As future work, the label representation could be learned by a more sophisticated encoder, and the label sampling could benefit from importance sampling to avoid revisiting uninformative labels. Another interesting direction would be to find a more scalable way of increasing the output layer capacity—for instance, using a deep rather than a wide classification network. Moreover, adapting the proposed model to structured prediction, for instance by using a softmax classification unit instead of a sigmoid one, would benefit tasks such as neural machine translation, language modeling, and summarization in isolation but also when trained jointly with multi-task learning.
Acknowledgments
We are grateful for the support from the European Union through its Horizon 2020 program in the SUMMA project n. 688139, see http://www. summa-project.eu. We would also like to thank our action editor, Eneko Agirre, and the anonymous reviewers for their invaluable suggestions and feedback.
Notes
Our code is available at: github.com/idiap/gile.

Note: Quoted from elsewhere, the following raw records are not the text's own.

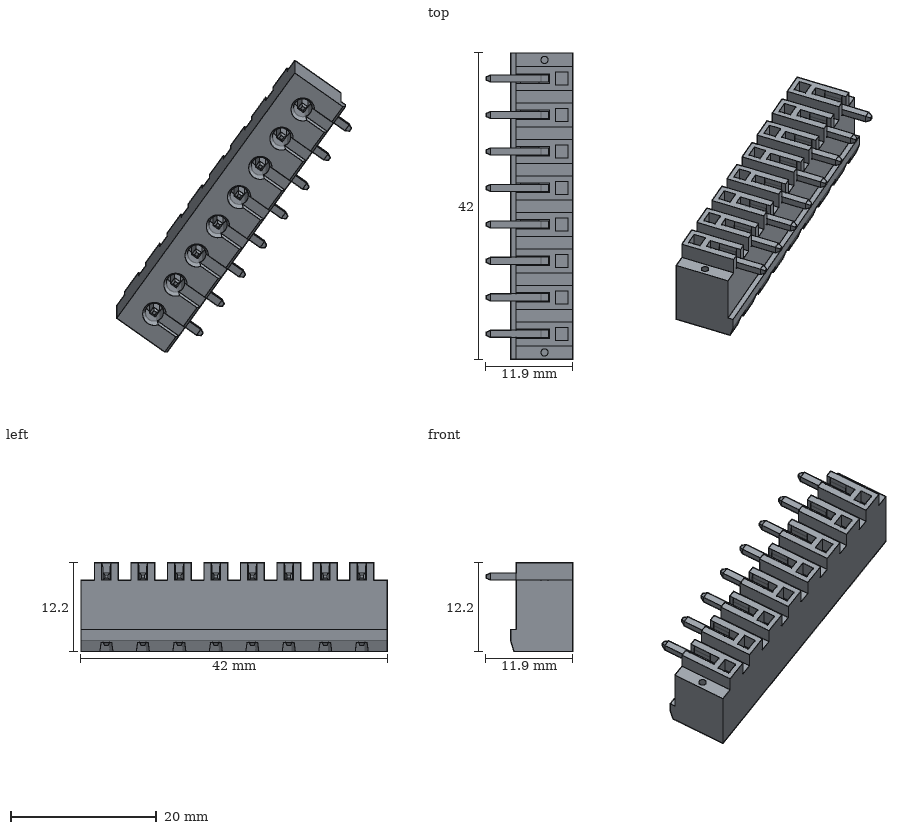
import cadquery as cq


way_count = 8
pitch = 5.0
length = 42.0
depth = 7.8
height = 12.2
deck_z = 9.8
first_way_y = (length - (way_count - 1) * pitch) / 2

foot_reach = 0.75
foot_top_z = 3.05
foot_bevel_z = 1.5
foot_bevel_reach = 0.45

block_width = 3.3

pocket_x_size = 1.7
pocket_y_size = 1.8
pocket_wall = 0.7
pocket_depth = height - deck_z

pin_size = 1.0
pin_reach = 4.1
pin_tip_size = 0.45
pin_tip_length = 0.6
pin_bend_radius = 1.05
pin_back_x = 4.45
pin_end_z = 0.82
pin_axis_x = pin_back_x - pin_size / 2
pin_axis_z = deck_z + pin_size / 2

slot_width = 1.3
slot_clearance = 0.1
slot_end_x = pin_back_x + slot_clearance

ridge_start_x = 0.6
ridge_end_x = 3.15
ridge_drop = 0.6
ridge_height = (slot_width - pin_size) / 2

socket_diameter = 2.5
socket_depth = 8.0
socket_mouth_diameter = 3.2
notch_height = 1.27
notch_bottom_width = 1.8
notch_top_width = 1.45

end_hole_diameter = 0.99
end_hole_depth = 2.0
end_hole_inset = 0.95


def box(x_start, x_end, y_center, y_size, z_start, z_end):
    """Box given by its X and Z limits and centred in Y."""
    return cq.Workplane("XY").box(
        x_end - x_start, y_size, z_end - z_start, centered=(False, True, False)
    ).translate((x_start, y_center, z_start))


def make_bar():
    """Housing up to the deck, with the bevelled foot rail."""
    return (
        cq.Workplane("XZ")
        .moveTo(foot_bevel_reach - foot_reach, 0)
        .lineTo(depth, 0)
        .lineTo(depth, deck_z)
        .lineTo(0, deck_z)
        .lineTo(0, foot_top_z)
        .lineTo(-foot_reach, foot_top_z)
        .lineTo(-foot_reach, foot_bevel_z)
        .close()
        .extrude(-length)
    )


def make_slot_ridges(y):
    """Ridges facing each other across the slot, each with a sloped lead-in at the top."""
    ridges = cq.Workplane("YZ")
    for side in (-1, 1):
        wall_y = y + side * slot_width / 2
        ridges = ridges.polyline([
            (wall_y, height),
            (wall_y - side * ridge_height, height - ridge_drop),
            (wall_y - side * ridge_height, deck_z),
            (wall_y, deck_z),
        ]).close()
    return ridges.extrude(ridge_end_x - ridge_start_x).translate((ridge_start_x, 0, 0))


def make_block(y):
    """Raised block with its pin slot, snap ridges and square pocket."""
    block = box(0, depth, y, block_width, deck_z, height)
    slot = box(0, slot_end_x, y, slot_width, deck_z, height)
    pocket_end_x = depth - pocket_wall
    pocket = box(
        pocket_end_x - pocket_x_size, pocket_end_x, y, pocket_y_size,
        height - pocket_depth, height,
    )
    return block.cut(slot).cut(pocket).union(make_slot_ridges(y))


def make_socket(y):
    """Round socket volume with a conical mouth and the tapered notch that opens it to the -X side."""
    bore = (
        cq.Workplane("XY")
        .center(pin_axis_x, y)
        .circle(socket_diameter / 2)
        .extrude(socket_depth)
    )
    notch = (
        cq.Workplane("YZ", origin=(-foot_reach, y, 0))
        .moveTo(-notch_bottom_width / 2, 0)
        .lineTo(notch_bottom_width / 2, 0)
        .lineTo(notch_top_width / 2, notch_height)
        .lineTo(-notch_top_width / 2, notch_height)
        .close()
        .extrude(foot_reach + pin_axis_x)
    )
    mouth = (
        cq.Workplane("XY", origin=(pin_axis_x, y, 0))
        .circle(socket_mouth_diameter / 2)
        .workplane(offset=notch_height)
        .circle(socket_diameter / 2)
        .loft(ruled=True)
    )
    return bore.union(mouth).union(notch)


def make_pin_tip(plane):
    """Square taper from the pin section down to the tip."""
    return (
        cq.Workplane(plane)
        .rect(pin_size, pin_size)
        .workplane(offset=pin_tip_length)
        .rect(pin_tip_size, pin_tip_size)
        .loft(ruled=True)
    )


def make_pin(y):
    """Right-angle square pin with a tapered tip at both ends."""
    tail_x = pin_tip_length - pin_reach
    lower_z = pin_end_z + pin_tip_length
    tail = box(tail_x, pin_back_x, y, pin_size, deck_z, deck_z + pin_size)
    leg = box(pin_back_x - pin_size, pin_back_x, y, pin_size, lower_z, deck_z + pin_size)
    bent = tail.union(leg).edges("|Y and >X and >Z").fillet(pin_bend_radius)
    tail_tip = make_pin_tip(cq.Plane((tail_x, y, pin_axis_z), (0, 1, 0), (-1, 0, 0)))
    leg_tip = make_pin_tip(cq.Plane((pin_axis_x, y, lower_z), (1, 0, 0), (0, 0, -1)))
    return bent.union(tail_tip).union(leg_tip)


def make_end_hole(y):
    """Volume of one blind hole in the deck."""
    return (
        cq.Workplane("XY", origin=(depth / 2, y, deck_z))
        .circle(end_hole_diameter / 2)
        .extrude(-end_hole_depth)
    )


result = make_bar()
for way in range(way_count):
    way_y = first_way_y + way * pitch
    result = result.union(make_block(way_y)).cut(make_socket(way_y)).union(make_pin(way_y))
for hole_y in (end_hole_inset, length - end_hole_inset):
    result = result.cut(make_end_hole(hole_y))
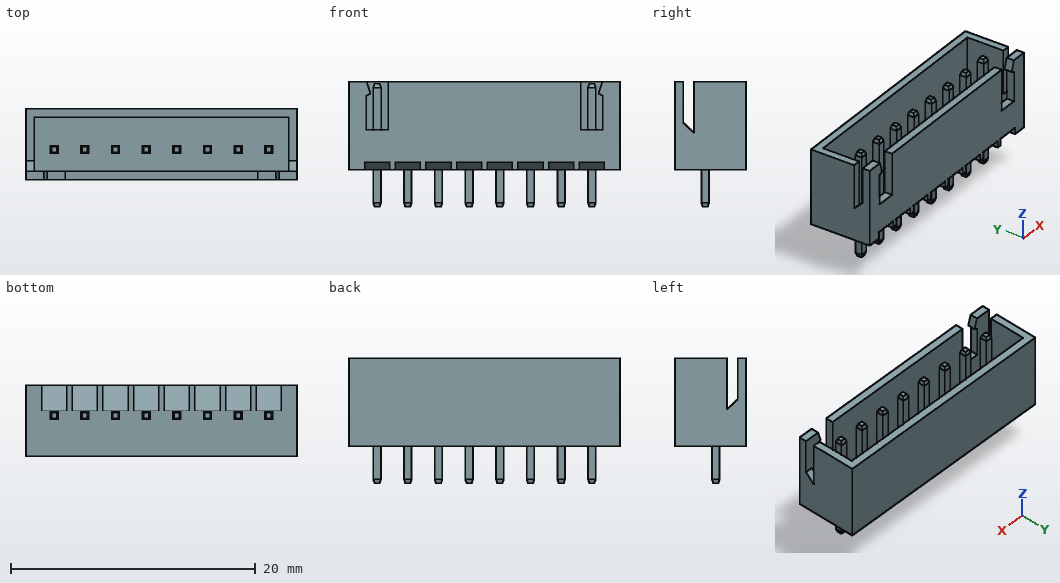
import cadquery as cq

length = 22.17
depth = 5.83
height = 7.2
wall = 0.7
floor_thickness = 0.67

pin_count = 8
pin_pitch = 2.5
pin_y = 2.48
pin_width = 0.65
pin_below = 3.02
pin_top_gap = 0.18
taper_length = 0.33
taper_inset = 0.1

slot_outer = 1.45
slot_inner = 3.21
slot_depth = 3.95
barb_top = 0.02
barb_reach = 0.33
barb_tip_depth = 0.98
barb_end_depth = 1.15

end_slot_back = 1.55
end_slot_front_depth = 3.35
end_slot_back_depth = 4.17

relief_width = 2.06
relief_height = 0.62
relief_depth = 2.06

pin_xs = [length / 2 + (i - (pin_count - 1) / 2) * pin_pitch for i in range(pin_count)]


def mirrored_pair(shape):
    """The shape together with its mirror image about the middle of the length."""
    return shape.union(shape.mirror("YZ", (length / 2, 0, 0)))


def housing():
    box = cq.Workplane("XY").box(length, depth, height, centered=False)
    cavity = cq.Workplane("XY").box(
        length - 2 * wall, depth - 2 * wall, height, centered=False
    ).translate((wall, wall, floor_thickness))
    return box.cut(cavity)


def latch_slot():
    outline = [
        (slot_inner, height),
        (slot_inner, height - slot_depth),
        (slot_outer, height - slot_depth),
        (slot_outer, height - barb_end_depth),
        (slot_outer + barb_reach, height - barb_tip_depth),
        (slot_outer + barb_top, height),
    ]
    return cq.Workplane("XZ").polyline(outline).close().extrude(-wall)


def end_slots():
    outline = [
        (wall, height),
        (wall, height - end_slot_front_depth),
        (end_slot_back, height - end_slot_back_depth),
        (end_slot_back, height),
    ]
    return mirrored_pair(cq.Workplane("YZ").polyline(outline).close().extrude(wall))


def relief(x):
    outline = [(0, 0), (relief_depth, 0), (0, relief_height)]
    wedge = cq.Workplane("YZ").polyline(outline).close().extrude(relief_width)
    return wedge.translate((x - relief_width / 2, 0, 0))


def pin(x):
    pin_length = height - pin_top_gap + pin_below
    bar = cq.Workplane("XY").rect(pin_width, pin_width).extrude(pin_length)
    bar = bar.faces("<Z or >Z").chamfer(taper_length, taper_inset)
    return bar.translate((x, pin_y, -pin_below))


result = housing().cut(mirrored_pair(latch_slot())).cut(end_slots())
for pin_x in pin_xs:
    result = result.cut(relief(pin_x)).union(pin(pin_x))
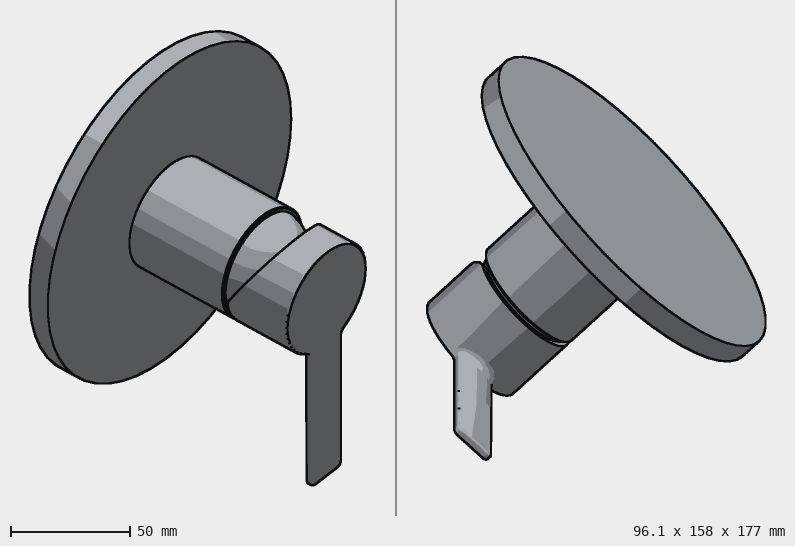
import cadquery as cq

overall_height = 177.0
plate_diameter = 158.0
plate_thickness = 10.1

body_diameter = 52.0
body_end_x = 61.2
body_edge_chamfer = 0.5
ball_radius = 24.8
ball_centre_x = 55.8

head_diameter = body_diameter
head_back_x = 63.4
head_face_x = 96.1
head_top_start_x = 81.0
slant_foot_z = -3.5
slant_blend_radius = 10.6
front_edge_radius = 0.7

lever_width = 19.6
lever_end_z = plate_diameter / 2 - overall_height
lever_corner_radius = 2.7
lever_edge_thickness = 3.0
lever_edge_radius = 0.9
lever_root_thickness = 5.5
lever_middle_thickness = 5.0
lever_tip_thickness = 3.5
lever_middle_z = -70.8
lever_root_radius = 3.5

cut_overshoot = 1.8
selection_margin = 0.2

head_radius = head_diameter / 2


def make_plate():
    """Round wall plate."""
    return cq.Workplane("YZ").circle(plate_diameter / 2).extrude(plate_thickness)


def make_ball():
    """Ball on the shared axis, turned about X."""
    return (
        cq.Workplane("XY")
        .moveTo(ball_centre_x - ball_radius, 0)
        .threePointArc((ball_centre_x, ball_radius), (ball_centre_x + ball_radius, 0))
        .close()
        .revolve(360, (0, 0, 0), (1, 0, 0))
    )


def make_body():
    """Cylindrical body ending in the ball that carries the handle."""
    cylinder = (
        cq.Workplane("YZ", origin=(plate_thickness, 0, 0))
        .circle(body_diameter / 2)
        .extrude(body_end_x - plate_thickness)
        .faces(">X")
        .chamfer(body_edge_chamfer)
    )
    return cylinder.union(make_ball())


def lever_section(height, back_thickness):
    """Closed lever section at one height: flat front, arched back."""
    half_width = lever_width / 2
    edge_x = head_face_x - lever_edge_thickness
    section = (
        cq.Workplane("XY", origin=(0, 0, height))
        .moveTo(head_face_x, -half_width)
        .lineTo(head_face_x, half_width)
        .lineTo(edge_x, half_width)
        .threePointArc((head_face_x - back_thickness, 0), (edge_x, -half_width))
        .close()
    )
    return section.val()


def make_lever():
    """Flat lever that starts on the head axis and thins towards its rounded tip."""
    sections = [
        lever_section(0, lever_root_thickness),
        lever_section(lever_middle_z, lever_middle_thickness),
        lever_section(lever_end_z, lever_tip_thickness),
    ]
    blade = cq.Workplane(cq.Solid.makeLoft(sections))
    outline = (
        cq.Workplane("YZ", origin=(head_face_x - head_radius, 0, lever_end_z / 2))
        .rect(lever_width, -lever_end_z)
        .extrude(head_diameter)
        .edges("|X and <Z")
        .fillet(lever_corner_radius)
    )
    back_edges = cq.selectors.BoxSelector(
        (head_face_x - lever_root_thickness, -lever_width, lever_end_z - selection_margin),
        (head_face_x - lever_edge_thickness + selection_margin, lever_width, -selection_margin),
    )
    return blade.intersect(outline).edges(back_edges).fillet(lever_edge_radius)


def make_head():
    """Cylindrical handle head, before its back is cut."""
    return (
        cq.Workplane("YZ", origin=(head_back_x, 0, 0))
        .circle(head_radius)
        .extrude(head_face_x - head_back_x)
    )


def make_slant_cutter():
    """Wedge above the slanted back of the head, tangent to the upright lower part."""
    slope = (head_top_start_x - head_back_x) / (head_radius - slant_foot_z)
    top_z = head_radius + cut_overshoot
    wedge = (
        cq.Workplane("XZ")
        .moveTo(head_back_x, -head_radius - cut_overshoot)
        .lineTo(head_back_x, slant_foot_z)
        .lineTo(head_top_start_x + slope * cut_overshoot, top_z)
        .lineTo(head_back_x - cut_overshoot, top_z)
        .lineTo(head_back_x - cut_overshoot, -head_radius - cut_overshoot)
        .close()
        .extrude(head_diameter, both=True)
    )
    foot = cq.selectors.NearestToPointSelector((head_back_x, 0, slant_foot_z))
    return wedge.edges("|Y").edges(foot).fillet(slant_blend_radius)


def make_handle():
    """Head and lever in one piece, with a recess that fits the ball."""
    handle = make_head().union(make_lever())
    root_edges = cq.selectors.BoxSelector(
        (head_back_x + selection_margin, -lever_width, -head_radius),
        (head_face_x - selection_margin, lever_width, -head_radius + lever_root_radius),
    )
    handle = handle.edges(root_edges).fillet(lever_root_radius)
    handle = handle.faces(">X").edges().fillet(front_edge_radius)
    return handle.cut(make_slant_cutter()).cut(make_ball())


plate = make_plate()
body = make_body()
handle = make_handle()

result = cq.Compound.makeCompound([plate.val(), body.val(), handle.val()])
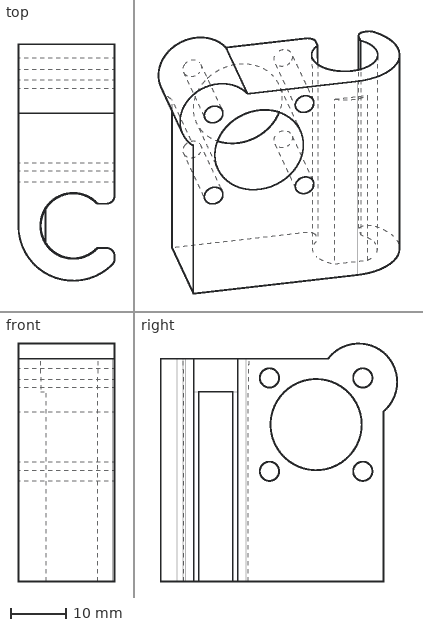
import cadquery as cq
import math

width = 17.5
body_size = 40.5
clip_radius = 10.0
clip_x = clip_radius
clip_y = clip_radius
corner_y = clip_y - math.sqrt(clip_radius**2 - (width - clip_x) ** 2)

boss_radius = 7.0
total_height = 43.25
total_depth = 43.0
boss_y = total_depth - boss_radius
boss_z = total_height - boss_radius

bore_top_radius = 6.0
bore_radius = 5.9
taper_depth = 6.05
flat_distance = 5.0
mouth_width = 8.0
lip_fillet = 1.5

main_hole_radius = 8.25
screw_hole_radius = 1.75
screw_spacing = 16.95
hole_y = 28.25
hole_z = 28.5


def x_cylinder(y, z, radius):
    """Cylinder along X across the full width."""
    return cq.Workplane("YZ").center(y, z).circle(radius).extrude(width)


def make_body():
    """Upright block with its front end rounded about the bore axis."""
    mid_angle = math.radians(225)
    arc_mid = (clip_x + clip_radius * math.cos(mid_angle), clip_y + clip_radius * math.sin(mid_angle))
    return (
        cq.Workplane("XY")
        .moveTo(0, body_size)
        .lineTo(0, clip_y)
        .threePointArc(arc_mid, (width, corner_y))
        .lineTo(width, body_size)
        .close()
        .extrude(body_size)
    )


def make_bore():
    """Round bore with a flat on its -X side, below a full tapered entry."""
    taper_start = body_size - taper_depth
    flat_length = flat_distance + bore_radius
    lower = cq.Workplane("XY").center(clip_x, clip_y).circle(bore_radius).extrude(taper_start)
    keep = cq.Workplane("XY").box(flat_length, 2 * bore_radius, taper_start, centered=(False, True, False))
    lower = lower.intersect(keep.translate((clip_x - flat_distance, clip_y, 0)))
    entry = (
        cq.Workplane("XY", origin=(clip_x, clip_y, taper_start))
        .circle(bore_radius)
        .workplane(offset=taper_depth)
        .circle(bore_top_radius)
        .loft()
    )
    return lower.union(entry)


def make_mouth():
    """Slot from the bore axis out through the +X face."""
    slot = cq.Workplane("XY").box(width - clip_x, mouth_width, body_size, centered=(False, True, False))
    return slot.translate((clip_x, clip_y, 0))


def round_lip(solid, y):
    """Round the vertical edge nearest the given Y on the +X face."""
    edge = cq.selectors.NearestToPointSelector((width, y, body_size / 2))
    return solid.edges(edge).fillet(lip_fillet)


body = make_body().cut(make_mouth())
for lip_y in (clip_y - mouth_width / 2, clip_y + mouth_width / 2, corner_y):
    body = round_lip(body, lip_y)
body = body.cut(make_bore())

result = body.union(x_cylinder(boss_y, boss_z, boss_radius))
result = result.cut(x_cylinder(hole_y, hole_z, main_hole_radius))
for y_side in (-1, 1):
    for z_side in (-1, 1):
        screw_y = hole_y + y_side * screw_spacing / 2
        screw_z = hole_z + z_side * screw_spacing / 2
        result = result.cut(x_cylinder(screw_y, screw_z, screw_hole_radius))
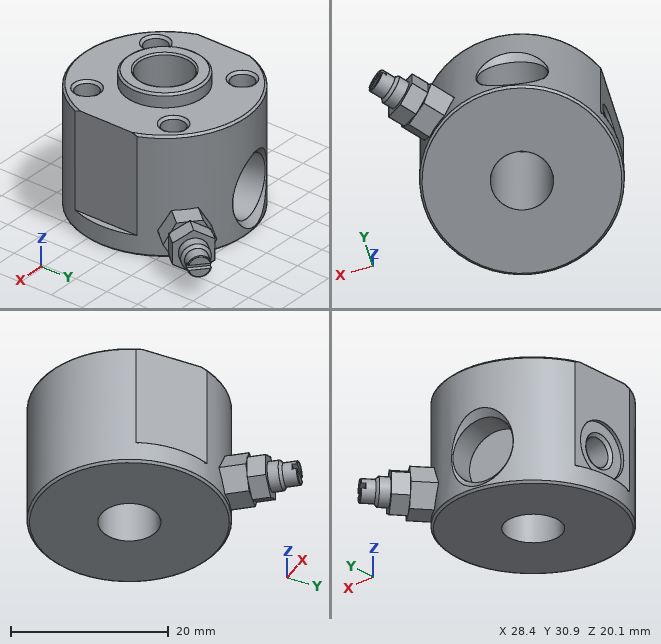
import cadquery as cq
import math

body_diameter = 25.95
body_height = 18.0
boss_diameter = 11.95
boss_height = 2.05
bore_diameter = 8.0
edge_chamfer = 0.3
bore_chamfer = 0.25
total_height = body_height + boss_height
body_radius = body_diameter / 2

flat_distance = 11.95
flat_floor = 3.0

mount_spacing = 14.03
mount_diameter = 3.4
mount_mouth_diameter = 4.15
mount_depth = 5.55
drill_tip_angle = 118

side_port_spot_diameter = 8.05
side_port_spot_depth = 0.5
side_port_mouth_diameter = 5.0
side_port_diameter = 4.15
side_port_depth = 4.02
side_port_height = flat_floor + side_port_spot_diameter / 2

wall_port_angle = 101
wall_port_height = 6.03
wall_port_diameter = 9.0
wall_port_mouth_diameter = 10.95
wall_port_floor = 8.05

connector_angle = 50
connector_height = 4.0
connector_root = 11.75
large_hex_across_flats = 6.03
large_hex_end = 16.0
small_hex_across_flats = 5.5
small_hex_end = 18.42
collar_diameter = 4.0
collar_end = 19.88
pin_diameter = 3.15
pin_end = 22.22
pin_chamfer = 0.12
slot_width = 0.75
slot_depth = 0.68


def radial_plane(angle, distance, height):
    """Plane facing outward, with local X tangential and local Y along Z."""
    direction = math.radians(angle)
    outward = (math.cos(direction), math.sin(direction), 0)
    tangent = (-math.sin(direction), math.cos(direction), 0)
    origin = (distance * outward[0], distance * outward[1], height)
    return cq.Plane(origin=origin, xDir=tangent, normal=outward)


def cone_frustum(plane, start_diameter, end_diameter):
    """45 degree cone growing or shrinking along the plane normal."""
    length = abs(end_diameter - start_diameter) / 2
    frustum = cq.Solid.makeCone(
        start_diameter / 2, end_diameter / 2, length, plane.origin, plane.zDir
    )
    return cq.Workplane(obj=frustum)


def make_body():
    body = cq.Workplane().circle(body_radius).extrude(body_height).edges().chamfer(edge_chamfer)
    boss = cq.Workplane().circle(boss_diameter / 2).extrude(total_height)
    body = body.union(boss.faces(">Z").edges().chamfer(edge_chamfer))

    flat_depth = body_radius - flat_distance
    for side in (-1, 1):
        flat_cut = cq.Workplane().box(
            flat_depth, body_diameter, body_height, centered=(True, True, False)
        )
        body = body.cut(flat_cut.translate((side * (flat_distance + flat_depth / 2), 0, flat_floor)))

    body = body.cut(cq.Workplane().circle(bore_diameter / 2).extrude(total_height))
    mouth_plane = cq.Plane(origin=(0, 0, total_height - bore_chamfer))
    return body.cut(cone_frustum(mouth_plane, bore_diameter, bore_diameter + 2 * bore_chamfer))


def mounting_hole_cutter():
    """Drilled hole with a countersunk mouth, opening at Z = 0."""
    radius = mount_diameter / 2
    mouth_radius = mount_mouth_diameter / 2
    tip_height = radius / math.tan(math.radians(drill_tip_angle / 2))
    profile = [
        (0, 0),
        (mouth_radius, 0),
        (radius, radius - mouth_radius),
        (radius, -mount_depth),
        (0, -mount_depth - tip_height),
    ]
    return cq.Workplane("XZ").polyline(profile).close().revolve(360, (0, 0), (0, 1))


def side_port_cutter():
    spot_floor = flat_distance - side_port_spot_depth
    spot_plane = radial_plane(180, spot_floor, side_port_height)
    cutter = cq.Workplane(spot_plane).circle(side_port_spot_diameter / 2).extrude(side_port_spot_depth)
    cutter = cutter.union(cq.Workplane(spot_plane).circle(side_port_diameter / 2).extrude(-side_port_depth))
    mouth_depth = (side_port_mouth_diameter - side_port_diameter) / 2
    mouth_plane = radial_plane(180, spot_floor - mouth_depth, side_port_height)
    return cutter.union(cone_frustum(mouth_plane, side_port_diameter, side_port_mouth_diameter))


def wall_port_cutter():
    floor_plane = radial_plane(wall_port_angle, wall_port_floor, wall_port_height)
    cutter = cq.Workplane(floor_plane).circle(wall_port_diameter / 2).extrude(body_radius - wall_port_floor)
    mouth_depth = (wall_port_mouth_diameter - wall_port_diameter) / 2
    mouth_plane = radial_plane(wall_port_angle, body_radius - mouth_depth, wall_port_height)
    return cutter.union(cone_frustum(mouth_plane, wall_port_diameter, wall_port_mouth_diameter))


def make_connector():
    def plane_at(distance):
        return radial_plane(connector_angle, distance, connector_height)

    def section(start):
        return cq.Workplane(plane_at(start))

    corner_ratio = 1 / math.cos(math.radians(30))
    large_hex = section(connector_root).polygon(6, large_hex_across_flats * corner_ratio)
    connector = large_hex.extrude(large_hex_end - connector_root)
    small_hex = section(large_hex_end).transformed(rotate=(0, 0, 30))
    small_hex = small_hex.polygon(6, small_hex_across_flats * corner_ratio)
    connector = connector.union(small_hex.extrude(small_hex_end - large_hex_end))

    collar = section(small_hex_end).circle(collar_diameter / 2).extrude(collar_end - small_hex_end)
    shoulder = cone_frustum(plane_at(collar_end), collar_diameter, pin_diameter)
    pin_start = collar_end + (collar_diameter - pin_diameter) / 2
    pin_straight_end = pin_end - pin_chamfer
    pin = section(pin_start).circle(pin_diameter / 2).extrude(pin_straight_end - pin_start)
    pin_nose = cone_frustum(plane_at(pin_straight_end), pin_diameter, pin_diameter - 2 * pin_chamfer)
    for piece in (collar, shoulder, pin, pin_nose):
        connector = connector.union(piece)

    slot = section(pin_end).rect(pin_diameter, slot_width).extrude(-slot_depth)
    return connector.cut(slot)


result = make_body()
for x_side in (-1, 1):
    for y_side in (-1, 1):
        hole_position = (x_side * mount_spacing / 2, y_side * mount_spacing / 2, body_height)
        result = result.cut(mounting_hole_cutter().translate(hole_position))
result = result.cut(side_port_cutter())
result = result.cut(wall_port_cutter())
result = result.union(make_connector())

Note that depending on the number of labels per document the problem can be a multi-label or multi-class problem.
This statement holds true for multilingual classification problems, too, if the embeddings are aligned across languages.
Here, the word embeddings are included in the parameter statistics because they are variables of the network.
In our preliminary experiments, we also trained the neural model with a hinge loss as WSABIE+ and AiTextML, but it performed similarly to them and much worse than WAN, so we did not further experiment with it.
Namely, avg when using the average of word vectors and inf when using inferred label vectors to make predictions.
The word embeddings are not included in the parameters statistics because they are not variables of the network.